У нее отекшие ноги, у тещи Беллы, наплывом на разношенные туфли, но она топчется возле плиты, готовит гостю угощение. Хозяйка в доме своем, королева среди подданных, мудрая владычица в ладу с вещами, мебелью, посудой, повелевающая ими в комнатах и на кухне. «Белла, – удивляется доктор. – Ты замечательная больная, потому что выздоравливаешь. Одно удовольствие тебя лечить». – «Эти лекарства… – отвечает Белла. – Дешевле быть здоровой». По утрам она выходит к остановке, с усилиями взбирается в автобус: главное – одолеть первую ступеньку, самую коварную, что подрастает из месяца в месяц. «Белла, – говорит водитель, которому тоже пора на покой. – Что бы тебе не объявиться лет сорок назад?» – «Что бы тебе не поискать?» – откликается Белла и едет от одной конечной остановки до другой, оглядывая окрестности. По этой улице ходила. В тот магазин заглядывала. Этим воздухом дышала. С тем человеком разговаривала. «И это всё? Ради этого выпустили в мир?» Водитель отвечает: «Разве этого мало?..»

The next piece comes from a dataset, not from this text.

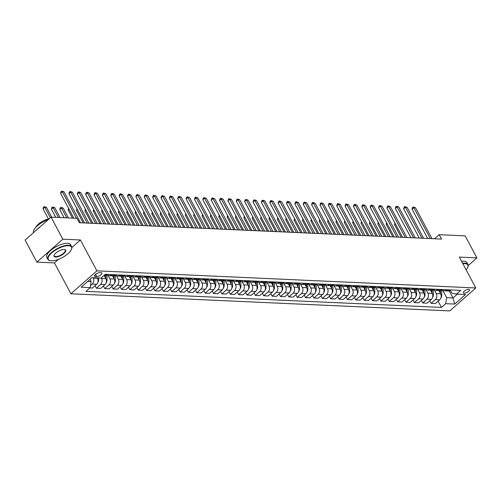<?xml version="1.0" encoding="UTF-8"?>
<svg xmlns="http://www.w3.org/2000/svg" width="502" height="502" viewBox="0 0 502 502"><rect width="100%" height="100%" fill="white"/><g stroke="black" fill="none" stroke-linecap="round" stroke-linejoin="round"><path stroke-width="0.75" d="M468.692 289.259A3.451 1.293 151.9 0 0 465.009 290.602A3.451 1.293 151.9 0 0 463.402 292.867A3.451 1.293 151.9 0 0 464.199 293.224A3.451 1.293 151.9 0 0 467.877 291.888A3.451 1.293 151.9 0 0 469.489 289.616A3.451 1.293 151.9 0 0 468.692 289.259M70.914 293.783L449.83 310.889L475.802 287.953L96.886 270.842L70.914 293.783L54.442 262.929L58.514 259.327M71.88 247.524L80.414 239.987L62.838 239.19L36.866 262.132L54.442 262.929M36.866 262.132L25.1 240.094L51.072 217.153L62.838 239.19M51.072 217.153L77.013 218.326L79.366 222.731L441.547 239.09L439.194 234.679L434.556 238.776M95.33 276.508L96.798 276.571A3.345 1.255 151.9 0 0 100.362 275.272A3.345 1.255 151.9 0 0 101.925 273.075A3.345 1.255 151.9 0 0 101.153 272.73L99.678 272.661A3.345 1.255 151.9 0 0 96.114 273.96A3.345 1.255 151.9 0 0 94.558 276.156A3.345 1.255 151.9 0 0 95.33 276.508L94.696 275.322M87.687 281.453L91.138 281.609L90.209 287.615L85.967 291.367L441.446 307.419L438.12 301.181M90.209 287.615L81.173 287.207L91.985 277.656L101.021 278.064L105.269 274.312L460.754 290.369L456.506 294.116L465.542 294.523L454.73 304.074L445.694 303.666L441.446 307.419M468.203 265.571L476.9 257.89L465.134 235.852L439.194 234.679M476.9 257.89L459.324 257.099L475.802 287.953M80.414 239.987L96.886 270.842M456.506 294.116L451.813 293.074L450.363 290.357M449.234 290.934L452.98 297.95L457.278 294.153M89.977 279.432L91.138 281.609M92.97 277.7L93.177 278.083A4.311 3.376 92.6 0 1 92.249 284.094L90.517 285.625M97.325 277.901L97.526 278.284A4.311 3.376 92.6 0 1 96.604 284.289L92.355 288.041L89.858 287.928M101.235 277.876L101.542 278.466A4.311 3.376 92.6 0 1 100.62 284.471L96.371 288.223L95.022 285.688M104.19 275.472L105.897 278.66A4.311 3.376 92.6 0 1 104.968 284.665L100.726 288.418L96.371 288.223M108.012 275.278L109.913 278.842A4.311 3.376 92.6 0 1 108.99 284.847L104.742 288.6L103.387 286.065M112.561 275.849L114.261 279.037A4.311 3.376 92.6 0 1 113.339 285.042L109.091 288.794L104.742 288.6M116.376 275.654L118.284 279.219A4.311 3.376 92.6 0 1 117.355 285.224L113.107 288.976L111.758 286.441M120.932 276.225L122.632 279.413A4.311 3.376 92.6 0 1 121.71 285.425L117.462 289.171L113.107 288.976M124.747 276.037L126.648 279.595A4.311 3.376 92.6 0 1 125.726 285.607L121.478 289.353L120.122 286.818M129.296 276.602L131.003 279.796A4.311 3.376 92.6 0 1 130.074 285.801L125.826 289.554L121.478 289.353M133.118 276.414L135.019 279.978A4.311 3.376 92.6 0 1 134.09 285.983L129.849 289.736L128.493 287.2M137.667 276.985L139.368 280.172A4.311 3.376 92.6 0 1 138.445 286.178L134.197 289.93L129.849 289.736M141.482 276.79L143.384 280.354A4.311 3.376 92.6 0 1 142.461 286.36L138.213 290.112L136.864 287.577M146.032 277.361L147.739 280.549A4.311 3.376 92.6 0 1 146.81 286.554L142.568 290.307L138.213 290.112M149.853 277.167L151.755 280.731A4.311 3.376 92.6 0 1 150.832 286.736L146.584 290.489L145.229 287.953M154.403 277.738L156.103 280.925A4.311 3.376 92.6 0 1 155.181 286.937L150.933 290.683L146.584 290.489M158.218 277.543L160.119 281.107A4.311 3.376 92.6 0 1 159.197 287.113L154.949 290.865L153.599 288.33M162.773 278.114L164.474 281.308A4.311 3.376 92.6 0 1 163.552 287.313L159.303 291.06L154.949 290.865M166.589 277.926L168.49 281.484A4.311 3.376 92.6 0 1 167.568 287.495L163.319 291.242L161.964 288.713M171.138 278.497L172.845 281.685A4.311 3.376 92.6 0 1 171.916 287.69L167.668 291.442L163.319 291.242M174.953 278.303L176.861 281.867A4.311 3.376 92.6 0 1 175.932 287.872L171.69 291.624L170.335 289.089M179.509 278.874L181.209 282.061A4.311 3.376 92.6 0 1 180.287 288.066L176.039 291.819L171.69 291.624M183.324 278.679L185.225 282.243A4.311 3.376 92.6 0 1 184.303 288.248L180.055 292.001L178.699 289.466M187.873 279.25L189.58 282.438A4.311 3.376 92.6 0 1 188.652 288.443L184.41 292.195L180.055 292.001M191.695 279.056L193.596 282.62A4.311 3.376 92.6 0 1 192.668 288.625L188.426 292.377L187.07 289.842M196.244 279.627L197.945 282.814A4.311 3.376 92.6 0 1 197.022 288.826L192.774 292.572L188.426 292.377M200.06 279.438L201.961 282.996A4.311 3.376 92.6 0 1 201.038 289.008L196.79 292.754L195.441 290.219M204.615 280.003L206.316 283.197A4.311 3.376 92.6 0 1 205.393 289.202L201.145 292.955L196.79 292.754M208.43 279.815L210.332 283.379A4.311 3.376 92.6 0 1 209.409 289.384L205.161 293.137L203.806 290.602M212.98 280.386L214.68 283.574A4.311 3.376 92.6 0 1 213.758 289.579L209.51 293.331L205.161 293.137M216.795 280.191L218.703 283.755A4.311 3.376 92.6 0 1 217.774 289.761L213.526 293.513L212.177 290.978M221.351 280.762L223.051 283.95A4.311 3.376 92.6 0 1 222.129 289.955L217.881 293.708L213.526 293.513M225.166 280.568L227.067 284.132A4.311 3.376 92.6 0 1 226.145 290.137L221.897 293.89L220.541 291.355M229.715 281.139L231.422 284.327A4.311 3.376 92.6 0 1 230.493 290.338L226.251 294.084L221.897 293.89M233.537 280.944L235.438 284.508A4.311 3.376 92.6 0 1 234.509 290.514L230.267 294.266L228.912 291.731M238.086 281.515L239.787 284.709A4.311 3.376 92.6 0 1 238.864 290.714L234.616 294.461L230.267 294.266M241.901 281.327L243.803 284.885A4.311 3.376 92.6 0 1 242.88 290.896L238.632 294.643L237.283 292.114M246.451 281.898L248.157 285.086A4.311 3.376 92.6 0 1 247.229 291.091L242.987 294.843L238.632 294.643M250.272 281.704L252.173 285.268A4.311 3.376 92.6 0 1 251.251 291.273L247.003 295.025L245.647 292.49M254.821 282.275L256.522 285.462A4.311 3.376 92.6 0 1 255.6 291.467L251.351 295.22L247.003 295.025M258.637 282.08L260.544 285.644A4.311 3.376 92.6 0 1 259.616 291.649L255.367 295.402L254.018 292.867M263.192 282.651L264.893 285.839A4.311 3.376 92.6 0 1 263.97 291.844L259.722 295.596L255.367 295.402M267.008 282.457L268.909 286.021A4.311 3.376 92.6 0 1 267.986 292.026L263.738 295.778L262.383 293.243M271.557 283.028L273.264 286.215A4.311 3.376 92.6 0 1 272.335 292.227L268.087 295.973L263.738 295.778M275.378 282.839L277.28 286.397A4.311 3.376 92.6 0 1 276.351 292.409L272.109 296.155L270.754 293.62M279.928 283.404L281.628 286.598A4.311 3.376 92.6 0 1 280.706 292.603L276.458 296.356L272.109 296.155M283.743 283.216L285.644 286.78A4.311 3.376 92.6 0 1 284.722 292.785L280.474 296.538L279.125 294.003M288.292 283.787L289.999 286.975A4.311 3.376 92.6 0 1 289.07 292.98L284.829 296.732L280.474 296.538M292.114 283.592L294.015 287.157A4.311 3.376 92.6 0 1 293.093 293.162L288.845 296.914L287.489 294.379M296.663 284.163L298.364 287.351A4.311 3.376 92.6 0 1 297.441 293.356L293.193 297.109L288.845 296.914M300.478 283.969L302.38 287.533A4.311 3.376 92.6 0 1 301.457 293.538L297.209 297.291L295.86 294.756M305.034 284.54L306.735 287.728A4.311 3.376 92.6 0 1 305.812 293.739L301.564 297.485L297.209 297.291M308.849 284.345L310.751 287.91A4.311 3.376 92.6 0 1 309.828 293.915L305.58 297.667L304.225 295.132M313.399 284.916L315.105 288.11A4.311 3.376 92.6 0 1 314.177 294.116L309.929 297.862L305.58 297.667M317.214 284.728L319.121 288.286A4.311 3.376 92.6 0 1 318.193 294.297L313.951 298.044L312.595 295.515M321.769 285.299L323.47 288.487A4.311 3.376 92.6 0 1 322.548 294.492L318.299 298.244L313.951 298.044M325.585 285.105L327.486 288.669A4.311 3.376 92.6 0 1 326.564 294.674L322.315 298.426L320.96 295.891M330.134 285.676L331.841 288.863A4.311 3.376 92.6 0 1 330.912 294.869L326.67 298.621L322.315 298.426M333.955 285.481L335.857 289.045A4.311 3.376 92.6 0 1 334.928 295.05L330.686 298.803L329.331 296.268M338.505 286.052L340.205 289.24A4.311 3.376 92.6 0 1 339.283 295.245L335.035 298.997L330.686 298.803M342.32 285.858L344.221 289.422A4.311 3.376 92.6 0 1 343.299 295.427L339.051 299.179L337.702 296.644M346.876 286.429L348.576 289.616A4.311 3.376 92.6 0 1 347.654 295.628L343.406 299.374L339.051 299.179M350.691 286.24L352.592 289.798A4.311 3.376 92.6 0 1 351.67 295.81L347.422 299.556L346.066 297.021M355.24 286.805L356.941 289.999A4.311 3.376 92.6 0 1 356.018 296.004L351.77 299.757L347.422 299.556M359.055 286.617L360.963 290.181A4.311 3.376 92.6 0 1 360.034 296.186L355.786 299.939L354.437 297.404M363.611 287.188L365.312 290.376A4.311 3.376 92.6 0 1 364.389 296.381L360.141 300.133L355.786 299.939M367.426 286.993L369.328 290.558A4.311 3.376 92.6 0 1 368.405 296.563L364.157 300.315L362.802 297.78M371.976 287.564L373.683 290.752A4.311 3.376 92.6 0 1 372.754 296.757L368.512 300.51L364.157 300.315M375.797 287.37L377.699 290.934A4.311 3.376 92.6 0 1 376.77 296.939L372.528 300.692L371.173 298.157M380.347 287.941L382.047 291.129A4.311 3.376 92.6 0 1 381.125 297.14L376.876 300.886L372.528 300.692M384.162 287.746L386.063 291.311A4.311 3.376 92.6 0 1 385.141 297.316L380.892 301.068L379.543 298.533M388.711 288.317L390.418 291.511A4.311 3.376 92.6 0 1 389.489 297.517L385.247 301.263L380.892 301.068M392.533 288.129L394.434 291.687A4.311 3.376 92.6 0 1 393.512 297.699L389.263 301.445L387.908 298.916M397.082 288.7L398.783 291.888A4.311 3.376 92.6 0 1 397.86 297.893L393.612 301.646L389.263 301.445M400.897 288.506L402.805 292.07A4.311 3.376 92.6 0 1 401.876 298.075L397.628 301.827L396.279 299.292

– Из Варшавы мы побежали на Украину, с Украины в Сибирь. Нас бомбили. От ужаса начались схватки. И родилась доченька, твоя жена, слабой и недоношенной… Ехали в товарном вагоне. Не было пеленок. Распашонок. Молока у меня тоже не было. Из соседней теплушки принесли куклу. Большую, с закрывающимися глазами. Куклу раздели, ее платье отдали доченьке. Она и была как кукла…

Старомодных надо беречь. Старомодные – охранители прошлого. У нее десятки крохотных зеркал, у тещи Беллы, которые она держит под запором, в мягкой рухляди, чтобы не захватали руками. «В этом отражался отец. В этом – мама. В том – непутевый мой муж…» На полке под стеклом стоят книги. К книгам прислонены фотографии, с них поглядывают родные с друзьями: слева живые, справа оплаканные. Получив очередное сообщение, Белла переставляет фотографию с одной стороны на другую, не надеясь на память, которая может подвести. В один из дней Шпильман обнаружил, что справа разместились улыбающиеся лица, слева – пасмурно озабоченные, словно переход в иной мир освобождает от хлопот-огорчений.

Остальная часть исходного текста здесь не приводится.